Every so option, a leak or rumor pops up claiming
NVIDIA's next flagship graphics is going to be an absolute beast. Given what we know about the current generation flagships, the GeForce RTX 3090 and GeForce RTX 3090 Ti, that's like saying water is wet and fire is hot. It's the more specific claims that can be interesting, though, and that's what we have here.
One of the prominent leakers on Twitter, @kopite7kimi, reiterates a previous claim that the GeForce RTX 4090 will be around
twice as fast as the GeForce RTX 3090. There's not much their tweet to qualify that, such as whether that's referring to rasterized performance, real-time ray tracing performance, 4K gaming, or whatever the case might be.
That said, the leaker does share some supposed specifications...
According to the Twitter post, the GeForce RTX 4090 with feature an Ada Lovelace GPU (AD102-300) with 16,128 CUDA cores, which extrapolates to 126 streaming multiprocessors (SMs).

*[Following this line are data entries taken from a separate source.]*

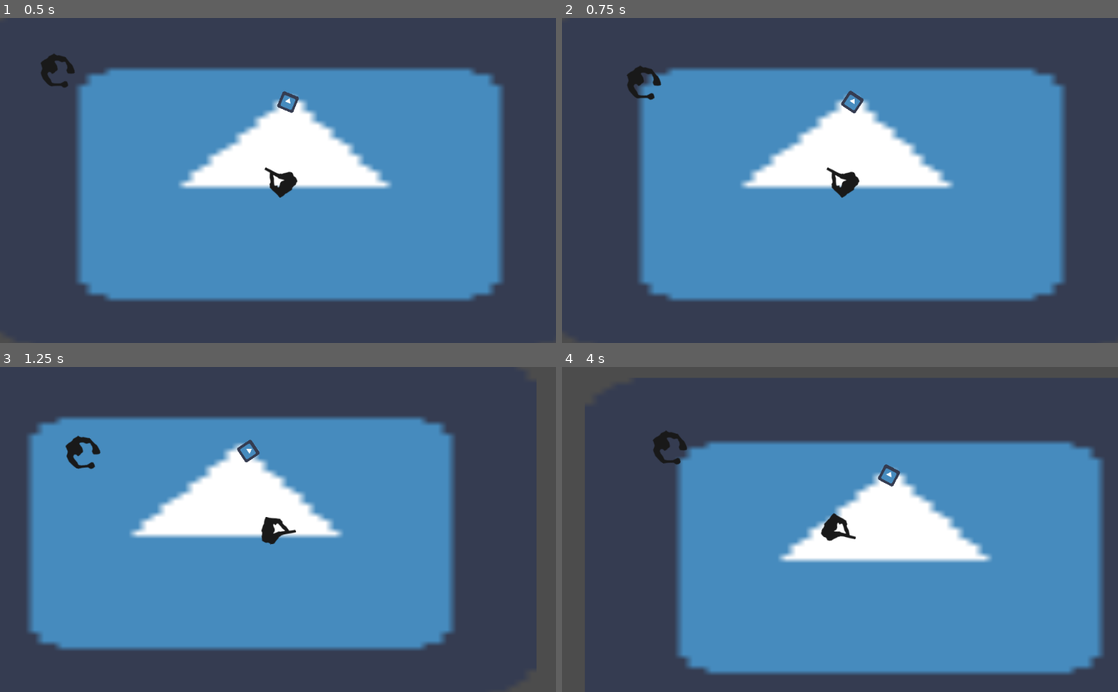
Above: before the commit, frames 1-4 (two rows, left to right).
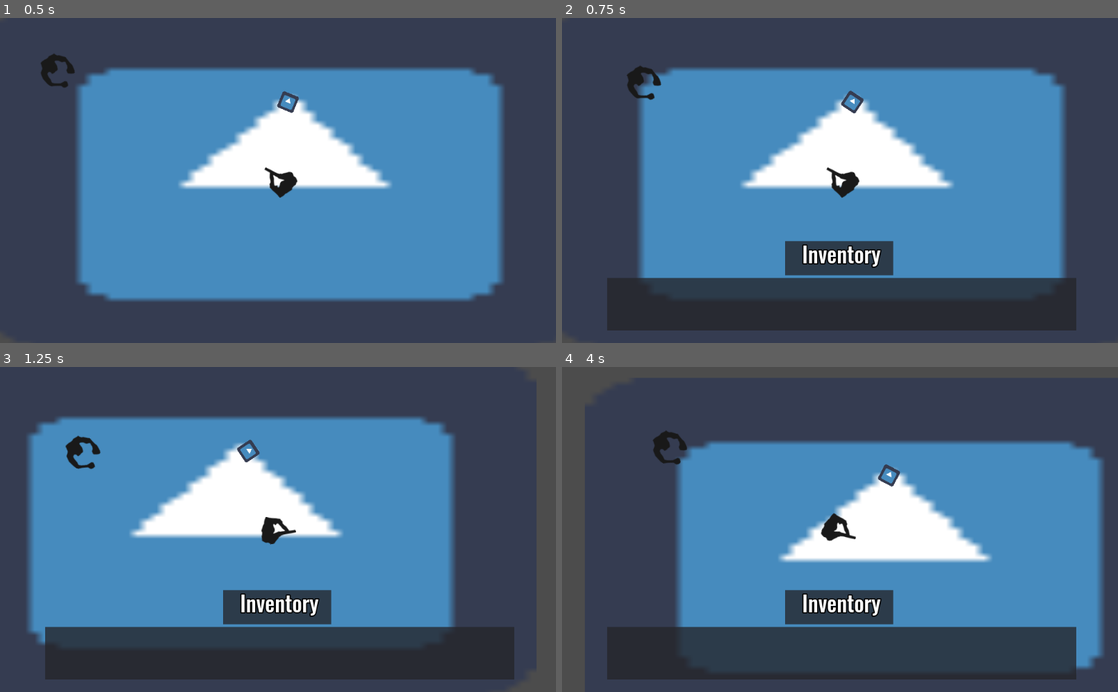
Above: after the commit, the same moments.

Repository: StrawberryGameJam/ZombieGame2020
Game: Godot game, scene res://Scenes/Main.tscn
The game is run twice, just before and just after one commit, with the same random seed, the same clock (stepped at 60 frames per second) and the same inputs. The engine's default icon, where the game draws it, is replaced by a stand-in: a white triangle on a blue panel in a dark square.
Inputs (mouse positions are in pixels of both pictures, inside the frame that each line leads up to):
- Up to frame 1 (0.5 s): no input
- Up to frame 2 (0.75 s): tap Enter (ui_accept) at 0.5 s; move the mouse to (962, 164) at 0.52 s; hold Right (ui_right) from 0.53 s (still down); tap E (ui_interact) at 0.6 s; click (962, 164) at 0.67 s
- Up to frame 3 (1.25 s): keep holding Right (ui_right); tap Enter (ui_accept) at 0.77, 0.8, 1.07 s
- Up to frame 4 (4 s): move the mouse to (728, 545) at 1.27 s; release Right (ui_right) at 1.28 s; hold Down (ui_down) 1.28-2.03 s; tap Enter (ui_accept) at 1.35, 1.52, 1.82, 2.3, 3.02, 3.32, 3.77, 3.8 s; click (728, 545) at 1.42 s; tap E (ui_interact) at 1.55, 2.85, 3.6 s; move the mouse to (895, 458) at 2.02 s; hold Right (ui_right) 2.03-2.78 s; click (895, 458) at 2.1 s; move the mouse to (812, 594) at 2.77 s; hold Up (ui_up) 2.78-3.53 s; click (812, 594) at 2.92 s; move the mouse to (1006, 578) at 3.52 s; hold Left (ui_left) from 3.53 s (still down); click (1006, 578) at 3.67 s

Frame 1 is identical in both runs. In frame 2, 16% of the frame differs, in the area x 8-93%, y 68-97%; in frame 3, 16%; in frame 4, 16%.

Commit message:
inventário placeholder

Diff:
--- /dev/null
+++ b/Scenes/Player/Inventory.tscn
@@ -0,0 +1,35 @@
+[gd_scene load_steps=2 format=2]
+
+[ext_resource path="res://fonts/Oswald/Text.tres" type="DynamicFont" id=1]
+
+[node name="Inventory" type="Control"]
+anchor_right = 1.0
+anchor_bottom = 1.0
+__meta__ = {
+"_edit_use_anchors_": false
+}
+
+[node name="Panel" type="Panel" parent="."]
+modulate = Color( 1, 1, 1, 0.784314 )
+margin_left = 83.0
+margin_top = 480.0
+margin_right = 947.0
+margin_bottom = 577.0
+
+[node name="Panel2" type="Panel" parent="."]
+modulate = Color( 1, 1, 1, 0.784314 )
+margin_left = 411.0
+margin_top = 412.0
+margin_right = 610.0
+margin_bottom = 475.0
+
+[node name="text" type="RichTextLabel" parent="."]
+margin_left = 442.0
+margin_top = 405.0
+margin_right = 595.0
+margin_bottom = 474.0
+custom_fonts/normal_font = ExtResource( 1 )
+text = "Inventory"
+__meta__ = {
+"_edit_use_anchors_": false
+}
--- a/Scenes/Player/Player.gd
+++ b/Scenes/Player/Player.gd
@@ -31,7 +31,7 @@
 		MODE.talk:
 			$CanvasLayer/Text.hide()
 		MODE.mouse:
-			pass
+			$CanvasLayer/Inventory.hide()
 		MODE.move:
 			pass
 		MODE.locked:
@@ -42,6 +42,7 @@
 			$CanvasLayer/Text.show()
 			Global.mouse_mode("arrow")
 		MODE.mouse:
+			$CanvasLayer/Inventory.show()
 			Global.mouse_mode("arrow")
 		MODE.move:
 			Global.mouse_mode("aim")
--- a/Scenes/Player/Player.tscn
+++ b/Scenes/Player/Player.tscn
@@ -1,9 +1,10 @@
-[gd_scene load_steps=7 format=2]
+[gd_scene load_steps=8 format=2]
 
 [ext_resource path="res://Scenes/Player/Player.gd" type="Script" id=1]
 [ext_resource path="res://Scenes/Player/player.png" type="Texture" id=2]
 [ext_resource path="res://Scenes/Player/Camera2D.gd" type="Script" id=3]
 [ext_resource path="res://Scenes/Player/Text.tscn" type="PackedScene" id=4]
+[ext_resource path="res://Scenes/Player/Inventory.tscn" type="PackedScene" id=5]
 
 [sub_resource type="CircleShape2D" id=1]
 radius = 33.5976
@@ -39,6 +40,9 @@
 [node name="Text" parent="CanvasLayer" instance=ExtResource( 4 )]
 visible = false
 
+[node name="Inventory" parent="CanvasLayer" instance=ExtResource( 5 )]
+visible = false
+
 [node name="RayCast2D" type="RayCast2D" parent="."]
 enabled = true
 cast_to = Vector2( 2000, 0 )
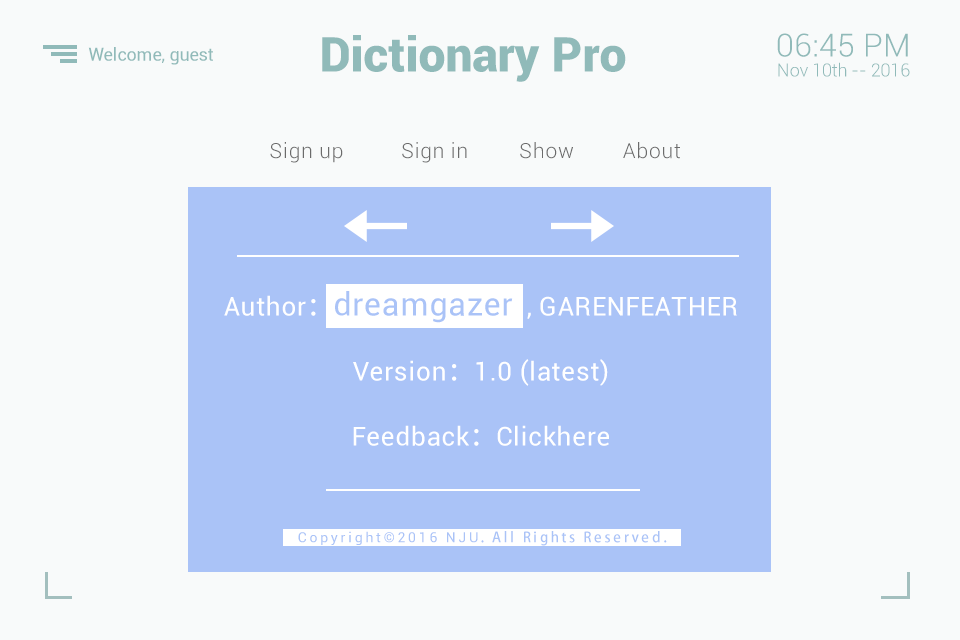
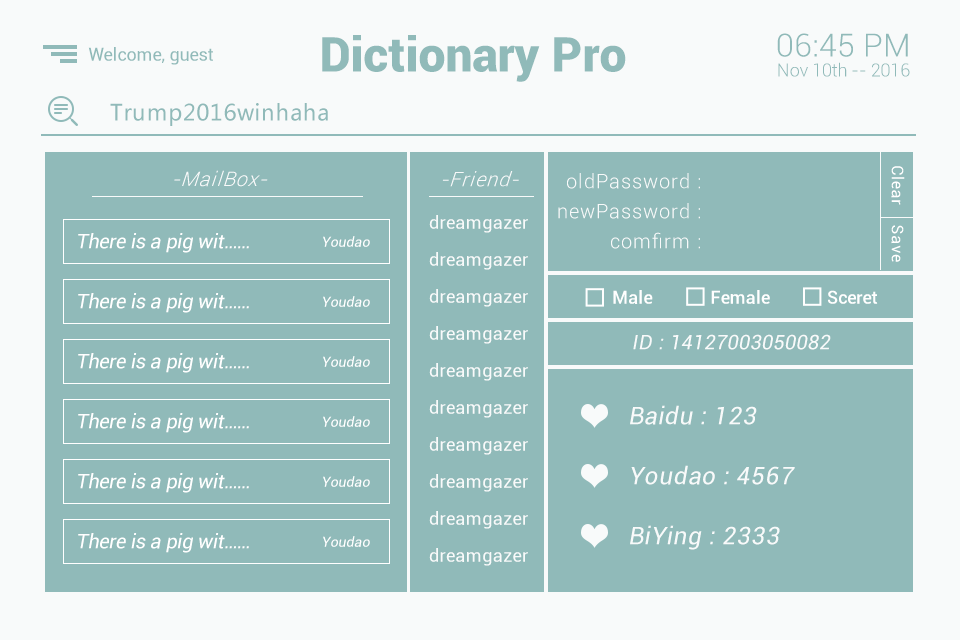
Revision of a layered (960, 640) image; what changed, layer by layer:
added group "searchbase" with 5 layers above "personal_editable" over [left=41, top=96, right=916, bottom=136]
added group "personal_editable" with 20 layers above "friend" over [left=548, top=152, right=913, bottom=592]
added layer "Baidu : 123 Youdao : 4567 BiYing : 2333" in group "personal_editable" over [left=630, top=405, right=795, bottom=550]
added layer "矩形 19 拷贝 3" in group "personal_editable" over [left=548, top=369, right=913, bottom=592]
added layer "矩形 19 拷贝 2" in group "personal_editable" over [left=548, top=322, right=913, bottom=365]
added layer "矩形 19 拷贝" in group "personal_editable" over [left=548, top=275, right=913, bottom=318]
added layer "矩形 19" in group "personal_editable" over [left=548, top=152, right=913, bottom=271]
added group "friend" (2nd of 2) with 14 layers above "mailbox" over [left=410, top=152, right=544, bottom=592]
added group "friend 拷贝 10" with 10 layers in group "friend" over [left=429, top=215, right=528, bottom=566]
added layer "矩形 18" in group "friend" over [left=410, top=152, right=544, bottom=592]
added group "mailbox" with 27 layers above "searchFriend_success" over [left=45, top=152, right=407, bottom=592]
added group "recent1 拷贝 6" with 3 layers in group "mailbox" over [left=63, top=519, right=390, bottom=564]
added layer "矩形 16" (1st of 7, in "mailbox" › "recent1 拷贝 6") in group "recent1 拷贝 6" over [left=63, top=519, right=390, bottom=564]
added group "recent1 拷贝 5" with 3 layers in group "mailbox" over [left=63, top=459, right=390, bottom=504]
added layer "矩形 17" in group "mailbox" over [left=45, top=152, right=407, bottom=592]
hid group "show" (2nd of 2) (9 layers) over [left=188, top=187, right=771, bottom=572]
showed group "signin" (13 layers) over [left=139, top=190, right=814, bottom=546]
hid group "bottom" (4 layers) over [left=45, top=572, right=910, bottom=599]
…and 52 more changes (51 added, 1 visibility)
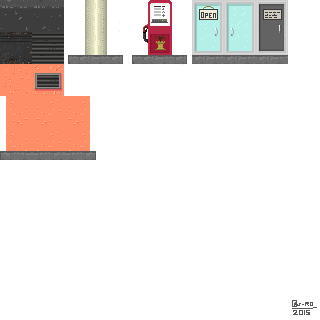
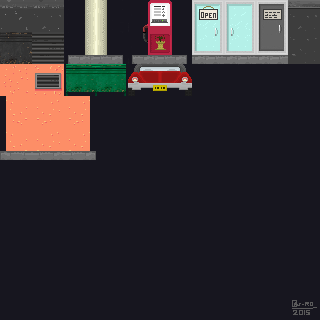
Layered file, before and after one edit (320×320). Changes by layer:
renamed "Layer" to "V2", painted on it over [0, 0, 320, 160]
painted on "Background" over [0, 0, 320, 320]
added layer "V1" over [0, 0, 288, 160]
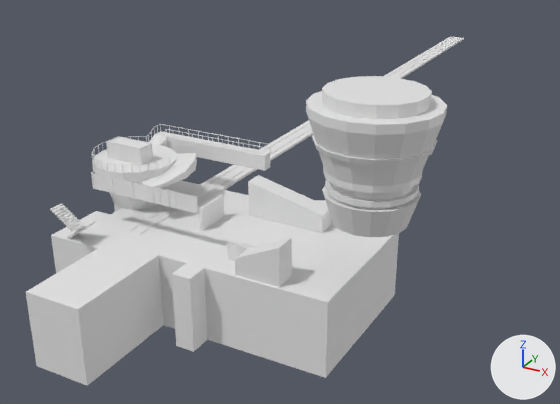
Renders of the FBX model Assets/Team/Matxado/Level1_Armazém_BaseSCol.fbx from each side of a commit.
One viewpoint serves both versions: a 50 mm camera at (53.4, -70.0, 45.8) aimed at (12.3, 4.7, 8.4). Every picture has the same lights, and +X, +Y and +Z are marked at lower right. Where no turn or scale is listed for an object, it has been applied to the vertices. Vertices at the same position are counted once.

The first picture shows 'Base_Heliporto', 'ChãoP0', 'Circle.003', 'Circle.004', 'Corrimão_Heliporto', 'Cube.023', 'Cube.028', 'Cube.041', 'Plane.001', 'Teste_Contentor', 'Tower', 'TrackComboio'.
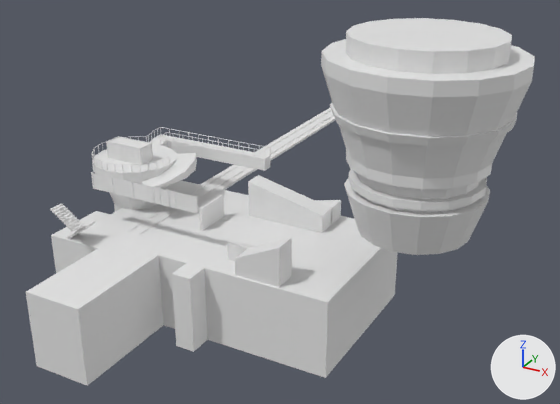
Scene script edits in JSON lines:
```json
{"block": "me_circle_005", "where": "me_circle_005.from_pydata(...)  # 16 vertices, 16 faces; spans x -1.2..18.3, y -1.2..2.4, z -1.4..0.9"}
{"block": "me_circle_005", "where": "# used by ob_circle_004; location = (-16.76, 19.02, 6.6)"}
{"block": "me_circle_005", "where": "# before: 2 (1.2, 0.8, 0.9) at pixel (166, 136), 3 (-1.2, 2.4, 0.9) at pixel (160, 131), 4 (18.3, 0.8, 0.9) at pixel (264, 155), 5 (18.3, 2.4, 0.9) at pixel (270, 152), 6 (-1.2, 0.8, 0.9) at pixel (154, 134)"}
{"block": "me_circle_005", "change": "me_circle_005 part 1"}
{"op": "add", "block": "me_circle_005", "code": "for i in [*range(2, 7)]: me_circle_005.vertices[i].co += Vector((0.0, 0.0, -0.5))"}
{"op": "set", "path": "ob_tower.location", "old": "(23.16, 6.68, 7.61)", "new": "(27.47, 9.61, 6.25)"}
{"op": "set", "path": "ob_tower.scale", "old": "(5.62, 5.62, 5.62)", "new": "(8.27, 8.27, 8.27)"}
```

What differs and where, as boxes [x1, y1, x2, y2] in the pictures (560 x 404 px):
```json
{"object": "Tower", "change": "moved, rescaled", "before": [306, 76, 447, 237], "after": [321, 18, 535, 255], "on screen": "51% wider, 47% taller"}
{"object": "Circle.004", "change": "reshaped", "before": [150, 132, 270, 171], "after": [150, 135, 270, 171], "on screen": "7% shorter"}
```
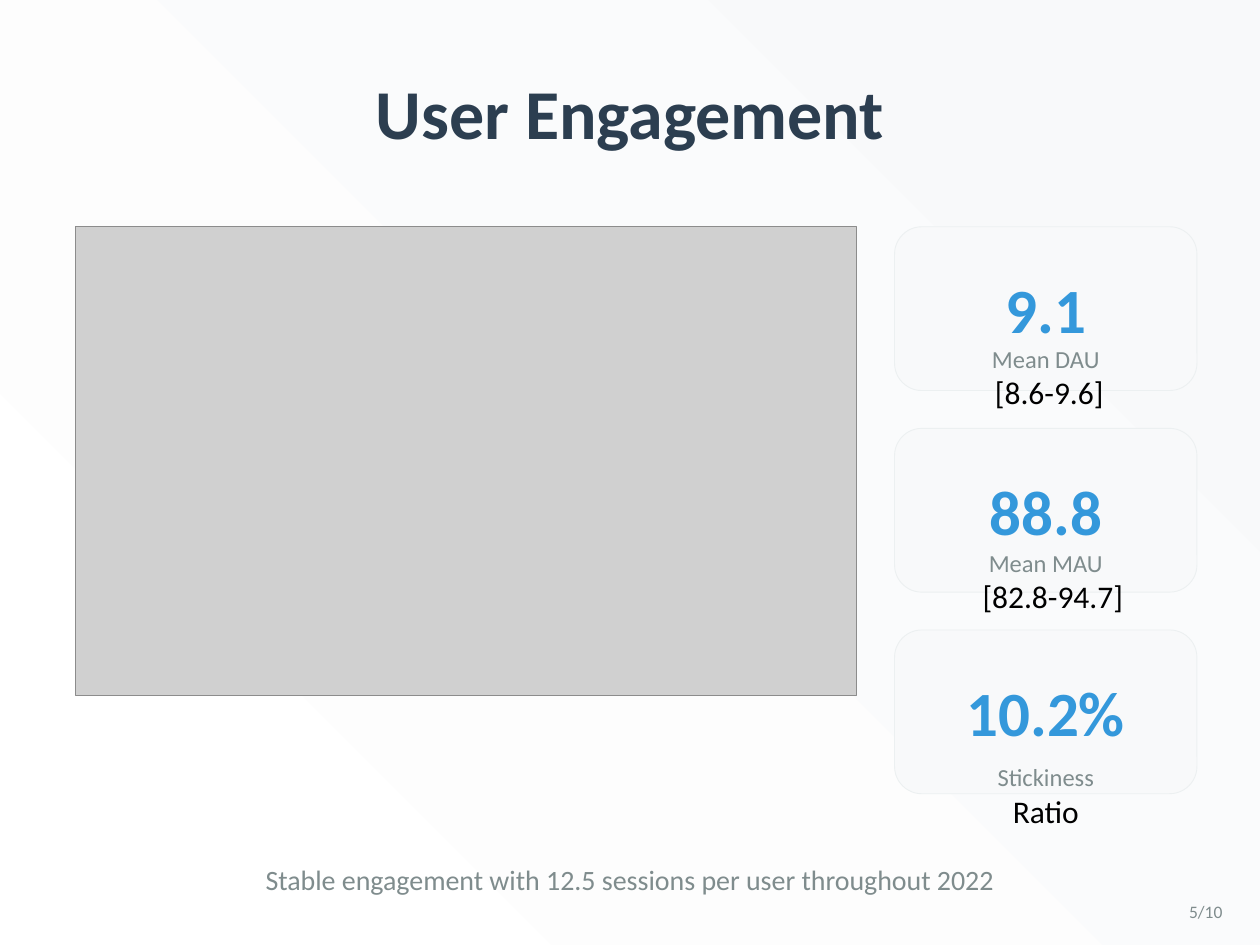
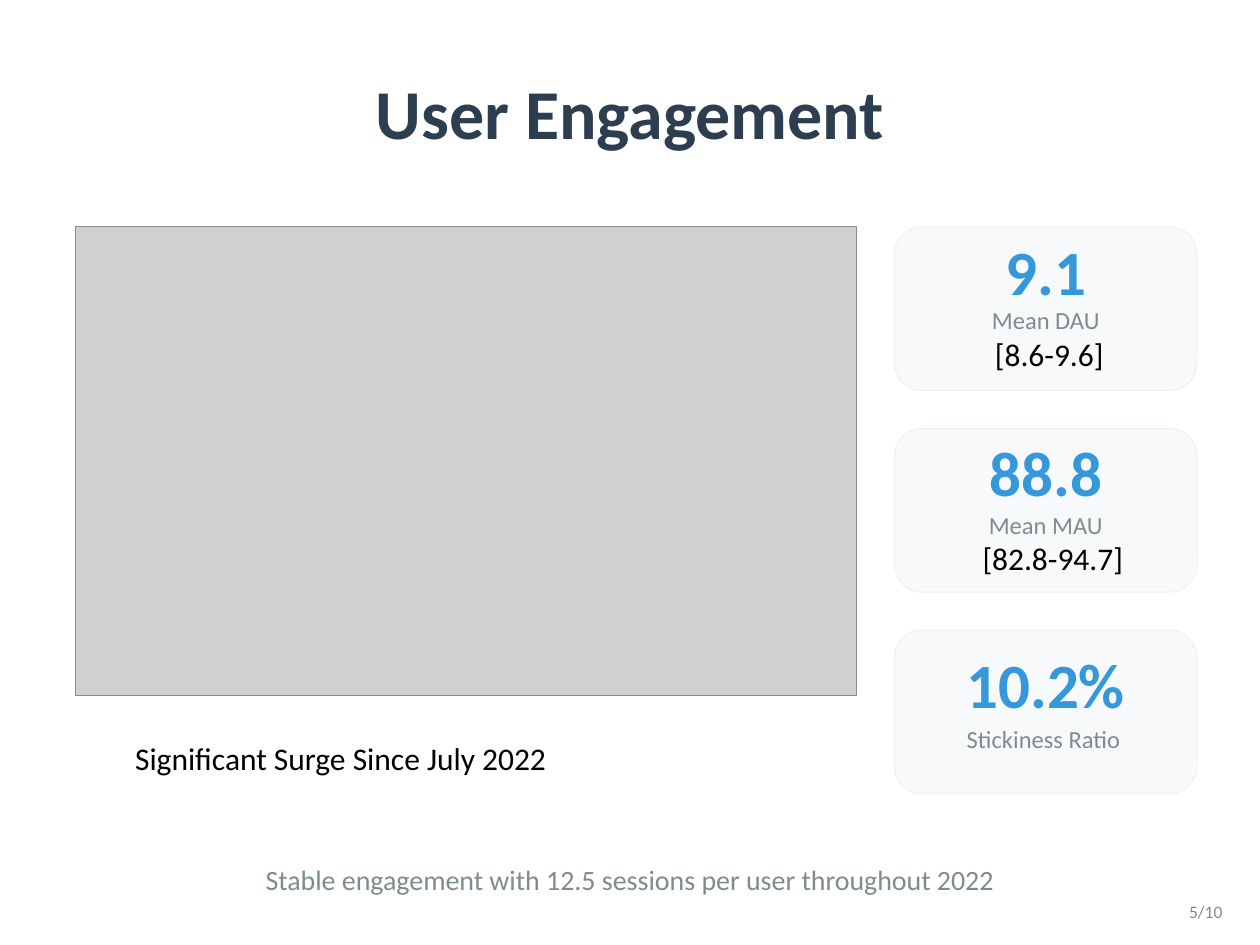
Before and after one commit to yiwei79/GameData_Analysis_Projects, a slide deck: slide 5 of Delivery 1 KPIs/Deliverables/Game_Analytics_Presentation.pptx. Drawn at 1260x945 pixels with LibreOffice and Linux fonts; fonts in the diff are those of the drawing; grey boxes stand for pictures. Boxes give left, top, right and bottom in pixels: in the first picture for what was removed or moved away, otherwise in the second. Text is boxed around its words. In the diff, an @@ line names an element or a change of style, - is before the commit and + after.

```diff
--- a/Delivery 1 KPIs/Deliverables/Game_Analytics_Presentation.pptx
+++ b/Delivery 1 KPIs/Deliverables/Game_Analytics_Presentation.pptx
@@ background gradient #FFFFFF to #F8F9FA to #FFFFFF @@
@@ 4 texts: place and size @@
-4 texts at (983,291,1123,613)
+4 texts at (983,253,1123,575)
@@ text "10.2%": place and size @@
-text "10.2%" at (966,692,1124,737)
+text "10.2%" at (966,664,1124,709)
@@ text added at (135,748,546,776), 18 pt, text #000000 @@
+Significant Surge Since July 2022
@@ text at (967,731,1120,748): text changed @@
-Stickiness
-Ratio
+Stickiness Ratio
```
Also in this commit, not shown: 9 other slides changed, 1 slide added, 4 other files.

That's potential less than some previous rumors, which pegged a full-fat AD102 GPU as
flexing 18,423 CUDA cores. However, NVIDiA could be reserving its full-fat AD102 with a 75 percent increase in CUDA cores (compared to the GeForce RTX 3090) for a Ti variant.
The leaker also claims the GeForce RTX 4090 will wield 24GB of fast (21Gbps) GDDR6X memory, all packaged in a 450W profile. The Total Graphics Power (TGP) rating is actually in line with some earlier claims. We've also seen rumors pointing to a bigger power draw, with the GeForce RTX 3090 Ti serving as a
test vehicle for Ada Lovelace.
As for the memory, if paired with a 384-bit memory bus, we're looking at over 1TB/s of memory bandwidth just like the GeForce RTX 3090 Ti.
Also interesting is that @kopite7kimi notes they're "disappointed with RDNA 3." That comment drew some ire in the Twitter thread, and we're not sure why they wrote it. Perhaps it's due to the rumor that Ada Lovelace is being manufactured in a 4nm node, which in a loose sense means it's already
winning on paper versus RDNA 3. But as it stands it's a vague comment.
The usual disclaimer applies—don't put too much stock in early rumors, especially with NVIDIA being known to throw curve balls at the final hour.